Activity:
On every line of the listing, check for "Science"; copy the lines that have it.
>>>
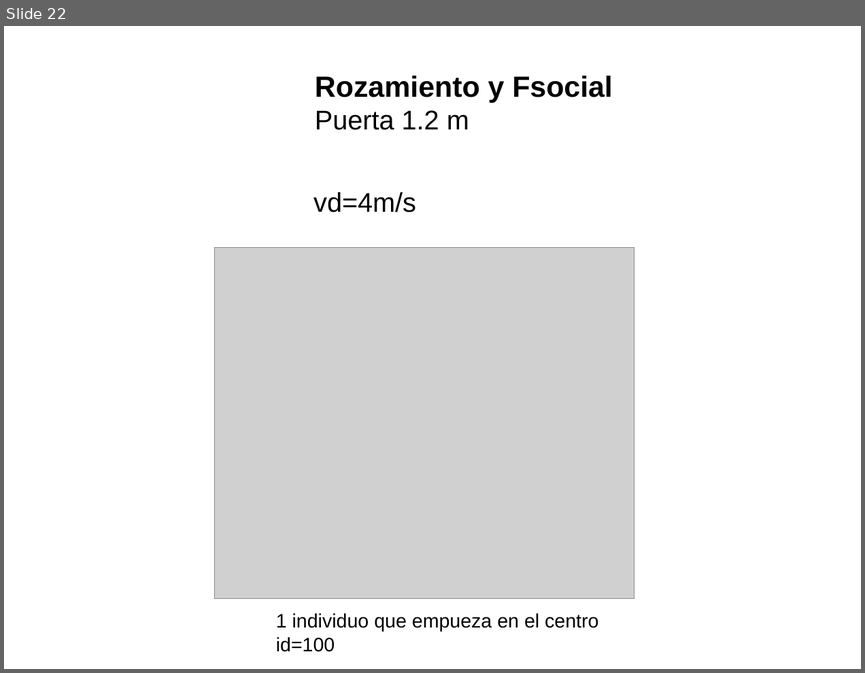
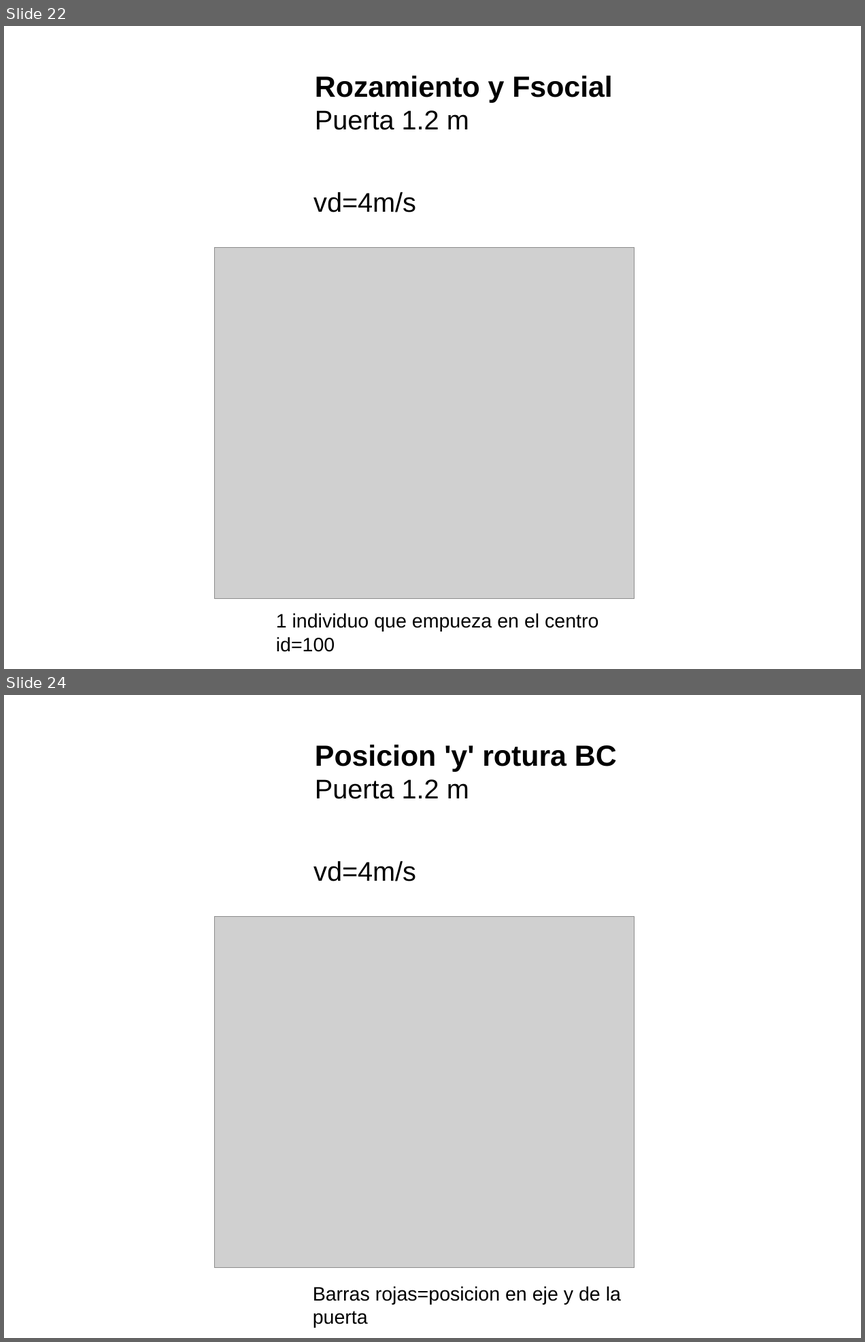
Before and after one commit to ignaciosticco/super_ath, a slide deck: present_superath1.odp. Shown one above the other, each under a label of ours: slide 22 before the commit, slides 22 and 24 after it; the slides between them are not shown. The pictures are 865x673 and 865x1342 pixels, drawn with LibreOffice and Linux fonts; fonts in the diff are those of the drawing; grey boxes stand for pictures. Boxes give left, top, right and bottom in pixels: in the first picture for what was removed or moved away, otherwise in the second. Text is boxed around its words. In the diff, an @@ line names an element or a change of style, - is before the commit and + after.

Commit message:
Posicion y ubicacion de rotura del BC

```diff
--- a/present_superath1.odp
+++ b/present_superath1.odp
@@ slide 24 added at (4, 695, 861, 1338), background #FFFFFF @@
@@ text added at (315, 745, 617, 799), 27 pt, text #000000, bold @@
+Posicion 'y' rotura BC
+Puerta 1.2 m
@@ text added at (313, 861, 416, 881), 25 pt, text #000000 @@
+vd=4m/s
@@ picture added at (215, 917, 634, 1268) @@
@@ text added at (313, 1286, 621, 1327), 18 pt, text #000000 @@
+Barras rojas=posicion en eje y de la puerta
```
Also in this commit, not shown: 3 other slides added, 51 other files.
<<<
>>>
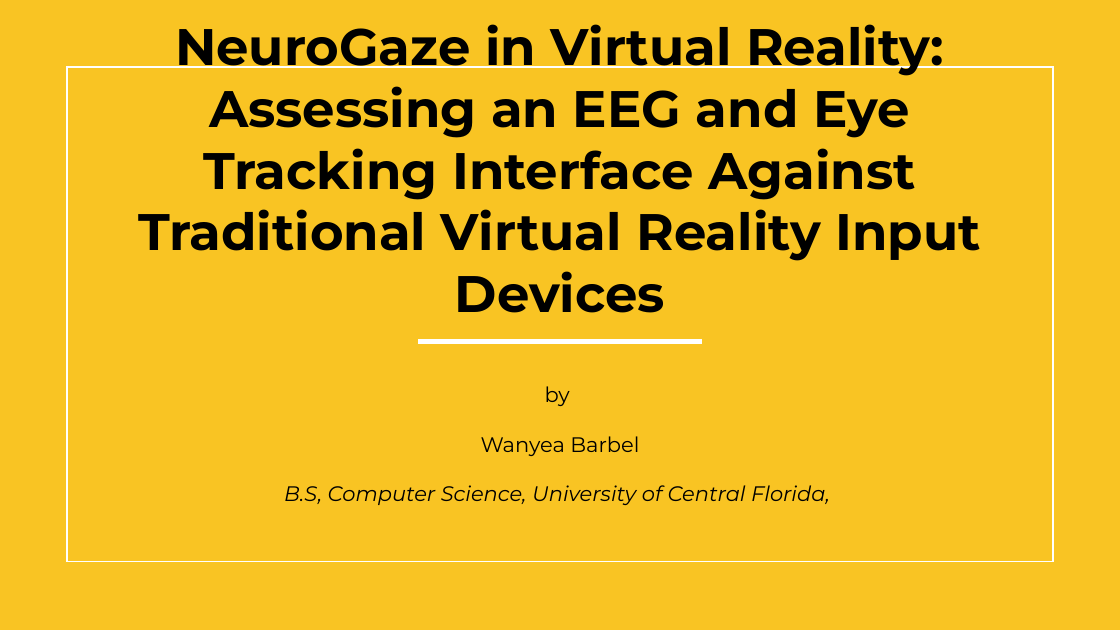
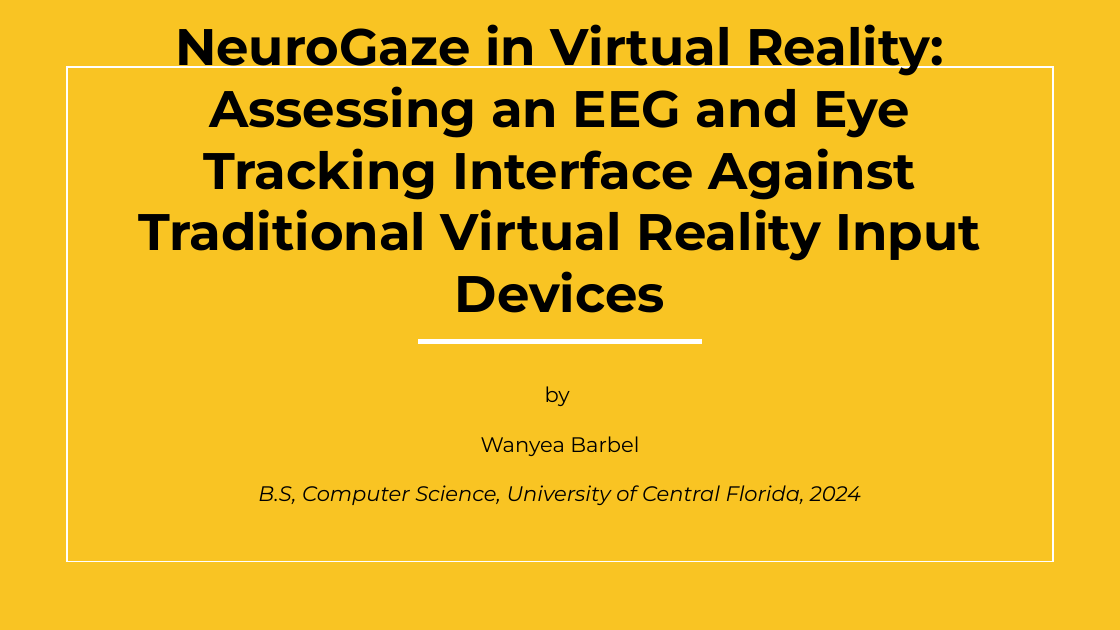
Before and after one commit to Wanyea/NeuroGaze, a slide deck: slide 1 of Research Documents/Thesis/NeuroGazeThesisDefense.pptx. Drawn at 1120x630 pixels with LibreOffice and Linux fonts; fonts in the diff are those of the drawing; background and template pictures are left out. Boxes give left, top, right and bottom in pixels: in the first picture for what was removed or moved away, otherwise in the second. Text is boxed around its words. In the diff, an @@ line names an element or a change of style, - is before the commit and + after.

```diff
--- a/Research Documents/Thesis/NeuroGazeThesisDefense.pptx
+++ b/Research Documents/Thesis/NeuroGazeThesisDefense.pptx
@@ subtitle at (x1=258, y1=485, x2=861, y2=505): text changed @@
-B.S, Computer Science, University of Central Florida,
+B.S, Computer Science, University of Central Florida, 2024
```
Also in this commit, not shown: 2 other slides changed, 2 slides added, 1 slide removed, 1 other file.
<<<
Task solution:
-B.S, Computer Science, University of Central Florida,
+B.S, Computer Science, University of Central Florida, 2024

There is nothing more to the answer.